Uno di fronte all'altro. Due anime vicine ma parallele.

Uno di fronte all'altro.
Due anime vicine ma parallele.
Due sguardi che si incrociano senza mai unirsi del tutto.
Tante parole, poche carezze.
La luce fioca sul comodino.
Un sigaretta ormai spenta.
Il vento che scuote la tenda e porta via le ultime certezze che ti sono rimaste.
Un cuore vuoto, l'altro pieno.
Una mente sgombra, l'altra troppa piena.
Una città mai dormiente, ma quella notte troppo silenziosa.
Comincia a piovere, ma lo senti appena.
Un aeroporto, una valigia, ricordi.
No, non sarà lui. Non ha spazio per te. Avete solo condiviso un letto, niente di più.
No, non sarà lui che verrà a prenderti ovunque tu sia. 

Uno di fronte all'altro.
Due anime parallele ma vicine.
Due sguardi che si incrociano poco per paura di unirsi.
Parole non dette, poche carezze, per paura di dirsi troppo rischiando di avvicinarsi pericolosamente.
La luce dei lampioni.
Sigarette accese.
Una notte con uno strano tepore che ti riscalda e ti offre ineguagliabili sorrisi.
Un cuore pronto ad accoglierti, l'altro pure.
Una mente pronta a farti addentrare tra i pensieri più intimi, l'altra pure.
Una città mai dormiente, quella notte così chiassosa.
Comincia a piovere, apri l'ombrello.
Un aeroporto, una valigia, ricordi.
Sì, forse sarà lui. Ha spazio per te. Non avete condiviso niente, solo sorrisi.
Sì, forse sarà lui che verrà a prenderti ovunque tu sia perchè non ce la fa a starti lontano.
Sì, forse sarai tu a dire no. Perchè tutto questo è troppo per te e sei tremendamente affascinata dal masochismo.

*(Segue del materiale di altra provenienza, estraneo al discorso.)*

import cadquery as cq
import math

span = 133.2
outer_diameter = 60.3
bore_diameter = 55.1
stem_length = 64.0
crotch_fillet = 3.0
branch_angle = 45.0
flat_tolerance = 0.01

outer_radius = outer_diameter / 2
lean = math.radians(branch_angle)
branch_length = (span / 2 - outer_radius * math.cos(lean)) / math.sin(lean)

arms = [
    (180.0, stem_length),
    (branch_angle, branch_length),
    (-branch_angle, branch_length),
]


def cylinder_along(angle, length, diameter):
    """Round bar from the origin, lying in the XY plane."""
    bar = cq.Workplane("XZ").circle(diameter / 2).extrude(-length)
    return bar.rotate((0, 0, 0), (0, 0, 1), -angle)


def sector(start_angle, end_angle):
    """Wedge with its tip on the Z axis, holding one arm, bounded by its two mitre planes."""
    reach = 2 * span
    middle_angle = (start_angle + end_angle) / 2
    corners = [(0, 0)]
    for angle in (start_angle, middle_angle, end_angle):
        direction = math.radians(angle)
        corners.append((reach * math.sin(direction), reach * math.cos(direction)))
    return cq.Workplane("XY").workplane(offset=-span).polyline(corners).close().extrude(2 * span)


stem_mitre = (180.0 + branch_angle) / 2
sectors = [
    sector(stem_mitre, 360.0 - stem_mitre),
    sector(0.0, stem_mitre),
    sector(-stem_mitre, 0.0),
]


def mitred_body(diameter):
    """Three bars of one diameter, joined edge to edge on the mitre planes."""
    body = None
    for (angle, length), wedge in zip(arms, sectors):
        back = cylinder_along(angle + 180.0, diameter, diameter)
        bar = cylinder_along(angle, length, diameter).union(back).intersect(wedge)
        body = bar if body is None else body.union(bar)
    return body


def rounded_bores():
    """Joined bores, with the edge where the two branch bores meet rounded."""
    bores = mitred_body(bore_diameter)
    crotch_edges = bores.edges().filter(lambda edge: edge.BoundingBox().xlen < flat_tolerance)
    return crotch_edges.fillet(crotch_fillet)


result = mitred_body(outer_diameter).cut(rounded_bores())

Guardi al passato e vedi un aeroporto, una valigia, promesse. Una stazione, una valigia, rimpianti.
Pellicole diverse, lo stesso genere, un finale forse simile. 
Non sono gli altri personaggi che cambieranno, ma sei tu che dovrai cambiare ruolo.




Il manuale del primo appuntamento.

Una piacevole sensazione d'agitazione. L'occhio vigile e attento su qualsiasi orologio che tu abbia in casa che segna sempre lo stesso orario, ed un'unica preoccupazione: "Cosa indosserò stasera?"
Il primo appuntamento è così, un po' come il primo giorno di scuola.
Ad essere sincera ho sempre gestito male queste situazioni così formali. E sì perchè un po' formali lo sono. E' come se dovessimo seguire una sorta di rituale che parte dal cosa dover indossare e finisce al come doversi comportare laddove si presentino momenti di lieve imbarazzo, come una sorta di manuale.

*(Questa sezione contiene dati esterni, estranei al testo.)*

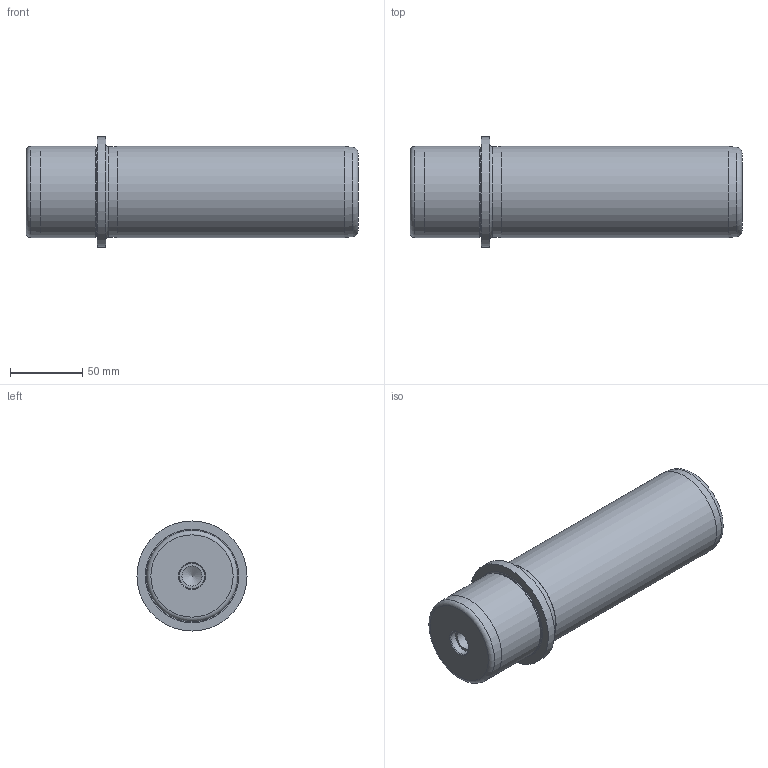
import cadquery as cq
import math

total_length = 229.0
body_diameter = 63.0
spigot_length = 49.0

flange_diameter = 76.0
flange_thickness = 6.0

neck_depth = 0.3
neck_length = 8.0
neck_fillet = 2.0

relief_depth = 0.5
relief_length = 1.3
relief_face_depth = 0.2
relief_face_height = 0.7

spigot_round = 3.0
spigot_lead_length = 10.0
spigot_lead_drop = 0.1

shank_round = 4.0
shank_lead_length = 9.5
shank_lead_drop = 0.7

recess_diameter = 17.5
recess_depth = 5.0
recess_chamfer = 0.6
core_diameter = 13.8
core_depth = 36.0
drill_tip_angle = 118.0

body_radius = body_diameter / 2
flange_radius = flange_diameter / 2
neck_radius = body_radius - neck_depth
flange_end = spigot_length + flange_thickness
neck_end = flange_end + neck_length
shank_lead_start = total_length - shank_lead_length
spigot_tip_radius = body_radius - spigot_lead_drop
shank_tip_radius = body_radius - shank_lead_drop


def make_pin():
    """Revolve the outer profile (axial position, radius) about the X axis."""
    diagonal = math.sqrt(0.5)
    arc_drop = 1 - diagonal
    profile = (
        cq.Workplane("XZ")
        .moveTo(0, 0)
        .lineTo(0, spigot_tip_radius - spigot_round)
        .threePointArc(
            (spigot_round * arc_drop, spigot_tip_radius - spigot_round * arc_drop),
            (spigot_round, spigot_tip_radius),
        )
        .lineTo(spigot_lead_length, body_radius)
        .lineTo(spigot_length - relief_length, body_radius)
        .lineTo(spigot_length - relief_length / 2, body_radius - relief_depth)
        .lineTo(spigot_length + relief_face_depth, body_radius - relief_depth)
        .lineTo(spigot_length, body_radius + relief_face_height)
        .lineTo(spigot_length, flange_radius)
        .lineTo(flange_end, flange_radius)
        .lineTo(flange_end, neck_radius + neck_fillet)
        .threePointArc(
            (flange_end + neck_fillet * arc_drop, neck_radius + neck_fillet * arc_drop),
            (flange_end + neck_fillet, neck_radius),
        )
        .lineTo(neck_end, neck_radius)
        .lineTo(neck_end, body_radius)
        .lineTo(shank_lead_start, body_radius)
        .lineTo(total_length - shank_round, shank_tip_radius)
        .threePointArc(
            (total_length - shank_round * arc_drop, shank_tip_radius - shank_round * arc_drop),
            (total_length, shank_tip_radius - shank_round),
        )
        .lineTo(total_length, 0)
        .close()
    )
    return profile.revolve(360, (0, 0, 0), (1, 0, 0))


def make_end_hole():
    """Recessed blind hole with a conical drill tip, as a solid to cut away."""
    recess_radius = recess_diameter / 2
    core_radius = core_diameter / 2
    tip_length = core_radius / math.tan(math.radians(drill_tip_angle / 2))
    profile = (
        cq.Workplane("XZ")
        .moveTo(0, 0)
        .lineTo(0, recess_radius + recess_chamfer)
        .lineTo(recess_chamfer, recess_radius)
        .lineTo(recess_depth, recess_radius)
        .lineTo(recess_depth, core_radius)
        .lineTo(core_depth, core_radius)
        .lineTo(core_depth + tip_length, 0)
        .close()
    )
    return profile.revolve(360, (0, 0, 0), (1, 0, 0))


result = make_pin().cut(make_end_hole())

Questo manuale impone rigidi schemi :

Regola numero 1 = indossare qualcosa di carino, magari acquistato da poco, che risalti il tuo lato esteriore ma che non sia eccessivamente provocante da risultare poi volgare. Tacchi alti per l'occasione.

Ecco, questo è il più grande formalismo che mi possano imporre. E sì perchè vedo donne camminare come se avessero una scopa conficcata nel deretano che a fine serata si trasformano in tirannosauri non riuscendo più a reggere quelle fastidiosissime scarpe che ti avranno nella migliore delle ipotesi procurato due o tre bolle ai piedi, ma nonostante tutto sorridere ed annuire alla domanda di lui che a fine serata ti fa :" Che ne dici di una passeggiata sul lungomare?" E tu a quel punto, da manuale, devi accontentarlo, almeno la prima sera, non puoi già fargli scoprire il lato capriccioso e bisbetico che c'è in te anche se dici a te stessa "Ma coglione, non vedi che tra poco mi trasformerò nella sorella minore del gobbo di Notre Dame?"

Regola numero 2 = Lasciare che sia lui a decidere.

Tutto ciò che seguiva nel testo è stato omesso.